Preliminary properties: Let the state vector $x(t)=[x_1(t),\dots,x_n(t)]^T\in\mathbb{R}^n$ be constrained to the dynamical system $$ \dot{x} = Ax + \begin{bmatrix} \phi_1(x_1) \\ \vdots \\ \phi_n(x_1) \\ \end{bmatrix}, \ \ \ \ x(0) = x_0 $$ where $A$ is defined by: $$ A = \begin{bmatrix} \lambda_1 & 1 & 0 &\cdots& 0\\ 0 & \lambda_2 & 1 &\ddots&\vdots\\ \vdots&\ddots&\ddots&\ddots&0\\ 0&\cdots&0&\lambda_{n-1}& 1\\ 0&\cdots&0&0&\lambda_n \end{bmatrix} $$ with $\lambda_i>0$, and $\phi_i(x_1) = \beta_i |x_1|^{\alpha_i}\text{sign}(x_1), \beta_i>0$, $0<\alpha_i<1$.

Question: Is it possible to show that for any initial condition $x_0\neq 0$, the solution $x(t)$ either converge to the origin, or $ \lim_{t\to\infty}\|x(t)\| = +\infty $, but cannot remain in a bounded trajectory different from staying at the origin?

Concretelly, what additional structure or conditions on the system or the initial condition do we require to show this?

In case you find this useful, here are my attempts to understand/solve the problem.
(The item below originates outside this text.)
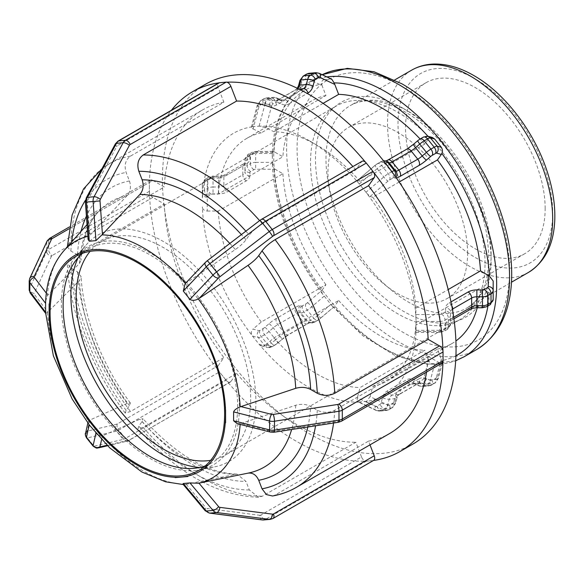 <?xml version="1.0" encoding="UTF-8"?>
<svg xmlns="http://www.w3.org/2000/svg" width="584" height="584" viewBox="0 0 584 584"><rect width="100%" height="100%" fill="white"/><g stroke="black" fill="none" stroke-linecap="round" stroke-linejoin="round"><path stroke-width="0.44" stroke-dasharray="2.92 2.19" d="M86.49 437.839A7.402 1.562 -38.8 0 0 87.374 437.934A4.935 4.417 76.8 0 1 87.607 431.021L116.698 424.203A4.935 4.417 76.8 0 0 116.464 431.123L87.374 437.934L94.046 446.234L123.136 439.416L116.464 431.123A7.402 1.562 -38.8 0 0 118.727 430.109A4.935 2.847 60 0 1 117.45 423.867L218.182 365.708A4.935 2.847 -120 0 0 218.891 371.154A4.935 2.847 -120 0 0 219.46 371.95L118.727 430.109L125.399 438.409L226.132 380.25A4.935 2.847 -120 0 0 226.767 380.951A207.648 119.888 -120 0 0 365.65 461.134A4.935 2.847 -120 0 0 366.292 461.17L265.559 519.329A4.935 2.847 60 0 1 260.793 515.095L361.518 456.944A4.935 2.847 -120 0 0 365.65 461.134A207.648 119.888 -120 0 0 369.621 460.871L366.292 461.17M361.518 456.944L355.824 442.256L262.413 496.181L258.515 497.261L249.317 489.954L246.01 481.435L236.936 474.128L185.683 484.406L182.858 484.056M263.603 519.957A7.402 5.84 -95.1 0 0 265.559 519.329L272.232 518.731L372.957 460.572L369.621 460.871A207.648 119.888 -120 0 0 373.526 460.433A207.648 119.888 -120 0 0 373.556 460.426M372.957 460.572A4.935 2.847 -120 0 0 373.526 460.433M434.635 364.285L430.466 379.834L437.139 379.235L441.307 363.686L434.635 364.285C432.678 364.547 430.897 363.686 429.306 361.708A152.716 88.169 60 0 1 334.099 306.739L320.171 318.55A2.467 0.518 -38.8 0 1 318.682 319.63L315.389 321.529A2.467 0.518 -38.8 0 1 314.411 321.879L313.009 321.499A12.344 2.606 141.2 0 0 308.118 323.244L289.182 334.179A12.344 2.606 141.2 0 0 281.736 339.559L277.524 343.173A2.467 0.518 -38.8 0 1 276.035 344.253L272.743 346.151A2.467 0.518 -38.8 0 1 271.764 346.502L265.778 344.896L261.515 345.911L259.756 345.005A151.183 87.286 -120 0 0 358.707 402.128C357.291 401.602 356.846 400.149 357.364 397.777L375.337 406.296A2.467 1.949 84.9 0 0 376.826 406.245L380.118 404.34A2.467 1.949 84.9 0 0 381.096 402.967L382.498 397.733A12.344 9.731 -95.1 0 1 387.389 390.879L406.325 379.943A12.344 9.731 -95.1 0 1 413.771 379.68L417.983 381.673A2.467 1.949 84.9 0 0 419.473 381.622L422.765 379.717A2.467 1.949 84.9 0 0 423.743 378.344L428.612 360.16L429.306 361.708M423.743 378.344A4.935 1.277 15 0 0 430.466 379.834A7.402 5.84 -95.1 0 1 427.532 383.944L424.239 385.849A7.402 5.84 -95.1 0 1 422.283 386.477A7.402 5.84 -95.1 0 1 419.772 386.009L415.56 384.009A7.402 5.84 84.9 0 0 413.049 383.549A7.402 5.84 84.9 0 0 411.092 384.177L392.156 395.105A7.402 5.84 84.9 0 0 389.221 399.222L387.82 404.456A7.402 5.84 -95.1 0 1 384.885 408.566L381.593 410.472A7.402 5.84 -95.1 0 1 379.636 411.099A7.402 5.84 -95.1 0 1 377.125 410.632A4.935 2.752 115.4 0 1 376.242 410.486L358.386 402.018L366.562 401.427A151.183 87.286 -120 0 0 416.034 331.04C415.954 332.676 415.896 332.822 415.874 331.486C415.896 332.822 415.954 332.676 416.034 331.04L416.034 320.565A151.183 87.286 60 0 0 366.562 193.056L370.081 196.501L388.053 181.062A2.467 0.518 -38.8 0 1 389.543 179.989L392.835 178.091A2.467 0.518 -38.8 0 1 393.813 177.74L395.215 178.113A12.344 2.606 141.2 0 0 396.405 178.04M366.015 401.609L383.79 410.034A4.935 2.752 -64.6 0 0 388.053 405.157L370.081 396.638L366.562 401.427M370.081 396.638L372.811 386.404L437.467 349.079L441.84 360.583L442.409 363.073L441.307 363.686M218.182 365.708L223.884 357.605L130.473 411.53L125.224 413.027L126.122 410.348L129.429 405.646L130.327 402.967L127.181 403.369L89.301 420.312L88.14 421.838L89.279 424.787L95.944 433.08C97.287 435.138 99.295 436.131 101.974 436.073L139.897 419.188L143.014 418.75L142.138 421.466L138.831 426.167L137.963 428.875L143.19 427.349L236.6 373.424L230.899 381.527A4.935 2.847 60 0 1 230.344 382.046A4.935 2.847 60 0 1 226.767 380.951A207.648 119.888 -120 0 1 222.796 376.103L219.46 371.95M226.132 380.25L222.796 376.103A207.648 119.888 -120 0 1 218.891 371.154A207.648 119.888 -120 0 1 149.453 192.18A4.935 2.847 -120 0 1 149.38 191.333L149.38 182.442L48.655 240.593A4.935 2.847 60 0 1 49.676 238.338M324.215 296.088L311.717 306.826L318.382 315.119L330.887 304.381L322.317 293.716L321.565 291.146A152.716 88.169 60 0 1 273.962 168.447L275.159 169.265L255.675 169.265A2.467 1.423 0 0 0 253.931 169.681L250.638 171.587A2.467 1.423 0 0 0 249.916 172.594L249.916 175.835A12.344 7.125 180 0 1 246.295 180.872L227.366 191.8A12.344 7.125 180 0 1 218.635 193.888L213.029 193.888A2.467 1.423 0 0 0 211.284 194.304L207.984 196.209A2.467 1.423 0 0 0 207.262 197.217L207.262 211.043C204.714 210.897 203.101 209.787 202.422 207.714A151.183 87.286 -120 0 0 251.901 335.231C250.872 332.902 251.259 330.851 253.062 329.077L259.048 330.683A2.467 0.518 141.2 0 0 260.026 330.332L263.318 328.434A2.467 0.518 141.2 0 0 264.808 327.354L269.02 323.74A12.344 2.606 -38.8 0 1 276.466 318.36L295.402 307.425A12.344 2.606 -38.8 0 1 300.293 305.68L301.694 306.06A2.467 0.518 141.2 0 0 302.673 305.709L305.972 303.811A2.467 0.518 141.2 0 0 307.461 302.731L322.076 290.175L321.565 291.146M307.461 302.731A4.935 0.737 49.3 0 1 311.717 306.826A7.402 1.562 -38.8 0 1 307.25 310.053L303.95 311.951A7.402 1.562 -38.8 0 1 301.016 313.002L299.614 312.623A7.402 1.562 141.2 0 0 296.679 313.674L277.743 324.602A7.402 1.562 141.2 0 0 273.276 327.828L269.071 331.449A7.402 1.562 -38.8 0 1 264.596 334.676L261.303 336.574A7.402 1.562 -38.8 0 1 258.369 337.625L252.441 336.034L251.901 335.231M252.441 336.034L259.756 345.005M330.887 304.381L332.486 306.374L334.099 306.739M69.058 228.819L152.869 180.427A4.935 2.847 -120 0 0 150.402 180.179A4.935 2.847 -120 0 0 149.453 181.675A4.935 2.847 -120 0 0 149.38 182.442M67.35 246.828L70.876 251.018L77.49 254.836L81.11 260.136L79.468 263.45L47.45 295.548L45.669 301.191M45.64 313.031L45.713 313.44L47.822 312.097L79.468 280.4L81.11 276.619L77.49 271.794L70.876 267.976L67.255 263.114L70.861 257.887L164.272 203.962L152.869 197.377A4.935 2.847 60 0 1 149.453 192.18A207.648 119.888 -120 0 1 149.38 186.887A207.648 119.888 -120 0 1 149.453 181.675A207.648 119.888 -120 0 1 171.404 110.296M272.341 153.49L255.675 153.49L255.675 162.381L272.341 162.381L272.392 152.22L272.852 151.402L273.962 151.738A152.716 88.169 60 0 1 321.565 84.008L322.076 85.571L307.461 78.636A2.467 1.949 84.9 0 0 305.972 78.694L302.673 80.592A2.467 1.949 84.9 0 0 301.694 81.964L300.293 87.198A12.344 9.731 -95.1 0 1 295.402 94.06L276.466 104.989A12.344 9.731 -95.1 0 1 269.02 105.259L264.808 103.258A2.467 1.949 84.9 0 0 263.318 103.317L260.026 105.215A2.467 1.949 84.9 0 0 259.048 106.587L253.062 128.94C251.259 128.005 250.872 127.312 251.901 126.852A151.183 87.286 -120 0 0 202.422 197.239C203.101 195.268 204.714 194.216 207.262 194.092L207.262 180.259A2.467 1.423 180 0 1 207.984 179.251L211.284 177.353A2.467 1.423 180 0 1 213.029 176.93L218.635 176.93A12.344 7.125 0 0 0 227.366 174.85L246.295 163.914A12.344 7.125 0 0 0 249.916 158.877L249.916 155.636A2.467 1.423 180 0 1 250.638 154.629L253.931 152.731A2.467 1.423 180 0 1 255.675 152.315L275.159 152.315L273.962 151.738M272.852 151.402L255.675 151.402L255.675 153.49A7.402 4.278 0 0 0 250.441 154.745L247.142 156.643A7.402 4.278 0 0 0 244.973 159.666L244.973 171.798L244.973 159.666A4.935 4.03 -0 0 1 249.916 155.636M202.327 197.976L202.327 184.288L202.422 197.239M202.327 206.867L202.422 207.714M272.341 162.381L273.962 168.447M88.104 239.477L89.301 236.002L127.181 195.567C130.546 191.486 131.29 186.617 129.429 180.952L126.122 172.426C123.99 165.294 125.443 159.863 130.473 156.125L223.884 102.193L218.182 87.512A4.935 2.847 60 0 1 218.737 82.965M226.767 82.183A207.648 119.888 -120 0 0 222.796 82.446A207.648 119.888 -120 0 0 218.891 82.884M330.887 79.095L318.382 73.168L311.717 73.759L324.215 79.687L331.8 79.256M323.105 103.361L273.991 131.714L265.778 127.808L259.756 126.151L252.441 126.677L251.339 127.312M324.215 79.687C322.317 80.052 321.434 81.49 321.565 84.008M185.143 283.7L235.323 249.529C240.039 246.229 243.601 242.981 246.01 239.783L249.317 235.082C252.492 231.008 256.858 227.256 262.413 223.825L355.824 169.893L361.518 161.79A4.935 2.847 60 0 1 362.073 161.272M373.526 172.163A207.648 119.888 -120 0 0 369.621 167.214A207.648 119.888 -120 0 0 365.65 162.367M391.849 171.681A7.402 1.562 141.2 0 0 391.557 171.842L388.265 173.747A7.402 1.562 141.2 0 0 383.79 176.974L366.015 192.246L366.562 193.056M366.015 192.246L358.707 183.274A151.183 87.286 -120 0 0 309.235 140.7A151.183 87.286 -120 0 0 259.756 126.151M359.35 183.945L377.125 168.674A4.935 0.737 -130.7 0 1 375.14 165.265A4.935 0.737 -130.7 0 1 375.337 165.25L357.174 180.697M432.248 137.415L429.306 137.861L424.758 144.095L360.094 181.427L357.364 180.682C356.846 180.631 357.291 181.493 358.707 183.274M272.531 495.999L275.13 495.049L368.541 441.117L369.986 444.855M248.039 473.149L248.339 473.084A153.285 88.498 60 0 1 248.039 473.149L226.249 477.588M428.612 360.16L424.758 350.21L360.094 387.542L357.364 397.777M265.778 344.896L273.991 337.829L338.654 300.504L334.793 305.994M322.076 290.175L325.938 284.685L261.274 322.01L253.062 329.077M152.869 180.427L164.272 187.004L70.861 240.936L67.255 245.762M207.262 211.043L218.226 211.058L282.882 173.725L275.159 169.265M275.159 152.315L282.882 156.767L218.226 194.1L207.262 194.092M89.943 249.967L86.885 250.244M99.608 249.098L96.783 249.353M253.062 128.94L261.274 132.853L325.938 95.52L322.076 85.571M178.171 296.504L175.127 292.686M187.836 308.52L185.011 305.009M399.157 182.033L372.811 197.246L370.081 196.501M194.888 470.558A125.881 72.679 -120 0 0 200.254 469.777A125.881 72.679 -120 0 0 213.321 319.514A125.881 72.679 -120 0 0 76.657 255.697A125.881 72.679 -120 0 0 61.371 304.461A125.881 72.679 -120 0 0 194.888 470.558M199.436 467.514A130.816 75.526 -120 0 0 209.649 467.536A130.816 75.526 -120 0 0 215.226 466.726A130.816 75.526 -120 0 0 228.811 310.571A130.816 75.526 -120 0 0 86.782 244.251A130.816 75.526 -120 0 0 78.212 257.537M225.585 409.902L225.592 405.829M225.585 422.787L225.585 418.713M237.184 423.67L240.856 423.539L271.582 431.32A2.467 1.423 0 0 0 273.21 431.394L337.713 421.414A2.467 1.423 0 0 0 338.815 421.049L439.548 362.89A4.935 2.847 -120 0 0 442.015 363.131M426.546 372.066A186.88 107.894 -120 0 0 428.152 356.313L334.741 410.238C328.923 412.99 323.098 412.99 317.28 410.231L310.666 406.413C306.118 404.099 301.147 403.719 295.745 405.267L240.856 423.539M368.541 441.117A186.88 107.894 -120 0 0 389.652 433.503M355.824 169.893A186.88 107.894 -120 0 0 352.911 166.564M223.884 102.193A186.88 107.894 -120 0 0 202.772 109.814A186.88 107.894 -120 0 0 164.272 187.004M164.272 203.962A186.88 107.894 -120 0 0 223.884 357.605M439.548 362.89L428.152 356.313M493.181 289.883C492.838 292.204 491.589 293.197 489.45 292.861A152.716 88.169 60 0 1 487.947 305.972M424.758 144.095A140.138 80.906 -120 0 0 420.1 138.992M325.938 95.52A140.138 80.906 -120 0 0 311.637 100.937A140.138 80.906 -120 0 0 282.882 156.767M282.882 173.725A140.138 80.906 -120 0 0 325.938 284.685M338.654 300.504A140.138 80.906 -120 0 0 424.758 350.21M416.136 321.412L439.832 321.412L439.832 314.535L415.874 314.535L415.859 308.206A140.138 80.906 -120 0 0 372.811 197.246M415.859 308.206L448.176 289.547M360.094 181.427A140.138 80.906 -120 0 0 317.046 145.212A140.138 80.906 -120 0 0 273.991 131.714M261.274 132.853A140.138 80.906 -120 0 0 246.974 138.269A140.138 80.906 -120 0 0 218.226 194.1M218.226 211.058A140.138 80.906 -120 0 0 261.274 322.01M273.991 337.829A140.138 80.906 -120 0 0 360.094 387.542M415.874 314.535L416.034 320.565M442.971 361.642A207.648 119.888 -120 0 0 443.037 356.43A207.648 119.888 -120 0 0 442.971 351.137M493.181 290.613L493.181 299.504A4.935 4.03 0 0 1 488.246 303.541L488.246 292.285L489.45 292.861M453.702 317.287L452.702 317.864A7.402 4.278 0 0 0 450.534 320.893L450.534 311.995L450.534 320.893A4.935 4.03 0 0 1 445.599 324.923A12.344 7.125 180 0 1 449.213 319.886L468.142 308.951A12.344 7.125 180 0 1 476.873 306.863L482.479 306.863A2.467 1.423 0 0 0 484.231 306.447L487.523 304.549A2.467 1.423 0 0 0 488.246 303.541M488.246 292.285L480.522 287.832L415.859 325.157L415.874 331.486L439.832 331.486A2.467 1.423 0 0 0 441.577 331.07L444.877 329.172A2.467 1.423 0 0 0 445.599 328.164L445.599 324.923M545.157 208.546A98.733 57.006 -120 0 0 502.058 109.186A98.733 57.006 -120 0 0 425.977 82.731A98.733 57.006 -120 0 0 405.53 127.932A98.733 57.006 -120 0 0 448.621 227.293A98.733 57.006 -120 0 0 524.702 253.741A98.733 57.006 -120 0 0 545.157 208.546M437.467 349.079A140.138 80.906 -120 0 0 451.768 343.662A140.138 80.906 -120 0 0 455.9 340.976M477.252 307.768A140.138 80.906 -120 0 0 480.522 287.832M236.6 373.424A186.88 107.894 -120 0 0 355.824 442.256M205.407 84.315A207.648 119.888 -120 0 0 205.407 324.083A207.648 119.888 -120 0 0 413.056 443.971M205.232 465.893A123.414 71.255 -120 0 0 212.087 462.732A123.414 71.255 -120 0 0 237.644 406.238A123.414 71.255 -120 0 0 183.778 282.036A123.414 71.255 -120 0 0 88.673 248.974A123.414 71.255 -120 0 0 82.505 253.332M210.693 460.323A123.414 71.255 -120 0 0 225.103 455.213A123.414 71.255 -120 0 0 250.667 398.719A123.414 71.255 -120 0 0 196.793 274.517A123.414 71.255 -120 0 0 101.696 241.455A123.414 71.255 -120 0 0 90.06 251.383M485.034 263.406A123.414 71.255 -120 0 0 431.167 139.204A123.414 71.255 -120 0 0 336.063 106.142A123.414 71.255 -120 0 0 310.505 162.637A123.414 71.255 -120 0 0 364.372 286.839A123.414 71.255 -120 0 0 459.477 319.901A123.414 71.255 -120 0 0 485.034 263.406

Attempt 1: I was trying to use results such as the ones from here which can conclude what I want, but require to find a Lyapunov-like function (not necesarilly positive definite) for which $\ddot{V}\neq 0, x\neq 0$. However, I haven't been able to come up with a suitable such function.

Attempt 2: The differential equation have "explicit" solution (not precisely explicit but can be expressed as) $$ x(t) = e^{At}x_0 + e^{At}\int_0^se^{-As}\Phi(x_1(s))ds $$ where $\Phi(x_1) = [\phi_1(x_1),\dots,\phi_n(x_1)]^T$. So I wanted to proceed by contradiction: assume that there exists $b,B>0$ and $T>0$ such that $b\leq \|x(t)\|\leq B$ for all $t\geq T$. Hence, $$ b\leq \left\|e^{At}x_0 + e^{At}\int_0^se^{-As}\Phi(x_1(s))ds\right\|\leq B $$ And noticing that in this case there should be $c,C>0$ such that $0<c\leq\|\Phi(x_1(t))\|\leq C $, for all $t\geq T$. Thus, try to obtain a contradiction, for example by using $C\geq\|\Phi(x_1(t))\|$ to show that $B\leq\|x(t)\|$. But unfortunately I haven't obtained anything positive in this direction neither.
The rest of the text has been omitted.